When it comes to ransomware, beware of misleading statistics.
In its annual report, Cybermalveillance.gouv.fr does not present it that way, but invites readers to contextualize the volume of assistance requests from individuals. A number of those who consider themselves victims are actually facing a virus and/or a device malfunction, or even extortion-based scams.
Cyberharassment assistance requests triple among professional audiences
More broadly, the figures across all incident categories should be taken with caution, given the overlaps that can occur between them. Bank advisor fraud, for example, can stem from a virus infection or from the hacking of an email account.
Similarly, email account hacking is often at the root of transfer frauds. In the traditional scheme, the scammer identifies an outstanding invoice, impersonates the creditor, and cites a change of banking details.
A variant involves diverting salaries. Cybermalveillance.gouv.fr says it observed, in the fourth quarter of 2025, a new development: targeting employers after previously opening an account in the victim’s name, following identity theft. This phenomenon appears to respond to the introduction, in October 2025, of an interbank system for automatic identity verification for all SEPA transfers.
In terms of assistance requests, ransomwares rank fourth among businesses and associations; third among local authorities and administrations. For these groups, online account hacking has become, in 2025, the main source of inquiries (20.9%). There was no notable evolution in the vectors of compromise. In parallel, the volume of requests for cyberharassment more than tripled.
The situation for businesses and associations :
For local authorities and administrations :
Un premier FIC des territoires et des passerelles avec les CSIRT régionaux
Of the roughly 500,000 assistance requests received in 2025, about 93% came from individuals (+47% year-on-year). By contrast, 6% were from businesses/associations (+73%) and 1% from local authorities/ administrations (+22%). By extrapolation, Cybermalveillance.gouv.fr states that 7 individuals out of 1,000 used the 17Cyber, for 3 businesses/associations out of 1,000 and 141 local authorities out of 1,000.

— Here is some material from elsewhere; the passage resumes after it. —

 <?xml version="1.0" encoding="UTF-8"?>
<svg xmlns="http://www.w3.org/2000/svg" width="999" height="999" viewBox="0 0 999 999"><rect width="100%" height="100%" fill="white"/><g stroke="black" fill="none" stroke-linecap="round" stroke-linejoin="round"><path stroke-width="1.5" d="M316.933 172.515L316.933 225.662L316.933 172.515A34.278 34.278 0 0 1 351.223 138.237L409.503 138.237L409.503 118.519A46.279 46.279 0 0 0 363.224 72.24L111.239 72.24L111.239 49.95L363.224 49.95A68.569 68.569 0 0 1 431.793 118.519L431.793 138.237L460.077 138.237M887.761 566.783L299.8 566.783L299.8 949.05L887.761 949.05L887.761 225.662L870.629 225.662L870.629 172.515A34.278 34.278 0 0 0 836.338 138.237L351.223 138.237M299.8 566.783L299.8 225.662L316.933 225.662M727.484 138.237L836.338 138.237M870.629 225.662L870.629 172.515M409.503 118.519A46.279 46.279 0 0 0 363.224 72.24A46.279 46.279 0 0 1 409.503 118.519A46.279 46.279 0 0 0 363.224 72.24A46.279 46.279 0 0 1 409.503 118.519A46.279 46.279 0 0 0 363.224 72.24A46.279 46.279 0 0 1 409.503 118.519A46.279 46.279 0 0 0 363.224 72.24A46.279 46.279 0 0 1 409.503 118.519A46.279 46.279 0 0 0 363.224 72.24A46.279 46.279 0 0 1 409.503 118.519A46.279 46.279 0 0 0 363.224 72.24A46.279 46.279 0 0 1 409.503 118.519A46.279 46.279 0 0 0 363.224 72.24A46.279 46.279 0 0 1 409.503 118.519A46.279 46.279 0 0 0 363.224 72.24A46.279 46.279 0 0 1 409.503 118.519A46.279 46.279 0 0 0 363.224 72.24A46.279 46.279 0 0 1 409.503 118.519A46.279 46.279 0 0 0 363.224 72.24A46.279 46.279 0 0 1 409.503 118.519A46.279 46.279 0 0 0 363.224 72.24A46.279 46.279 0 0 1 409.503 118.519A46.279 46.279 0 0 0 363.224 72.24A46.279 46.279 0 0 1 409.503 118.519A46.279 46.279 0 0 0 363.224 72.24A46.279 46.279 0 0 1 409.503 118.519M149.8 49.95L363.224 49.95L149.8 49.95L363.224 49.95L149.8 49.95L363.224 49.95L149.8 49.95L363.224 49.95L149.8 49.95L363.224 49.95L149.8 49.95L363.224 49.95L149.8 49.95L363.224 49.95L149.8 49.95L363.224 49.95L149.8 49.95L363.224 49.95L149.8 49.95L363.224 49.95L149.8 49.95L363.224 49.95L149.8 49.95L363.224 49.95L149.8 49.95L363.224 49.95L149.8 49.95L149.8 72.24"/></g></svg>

There were “on-the-ground” interventions with local authorities throughout the year. Notably, in May, the first InCyber Forum for territories, at Le Creusot (Saône-et-Loire). And, in October, a CyberTour—first of its kind—with five stops (Rennes, Périgueux, Lille, Rouen, Paris-La Défense). The majority took place in Île-de-France (72 out of 127). However, Cybermalveillance notes that the bulk (59%) of the roughly 11,500 people it estimates it has educated on these occasions “reside in the region.”
The much-discussed “scaling up” across the territories also manifested itself by integrating, into the 17Cyber support services, telephone guidance from regional CSIRTs for the management of first-level incidents. By the end of 2025, the CSIRTs of Nouvelle-Aquitaine, Occitanie, Réunion, Grand Est and the Caribbean were in the loop.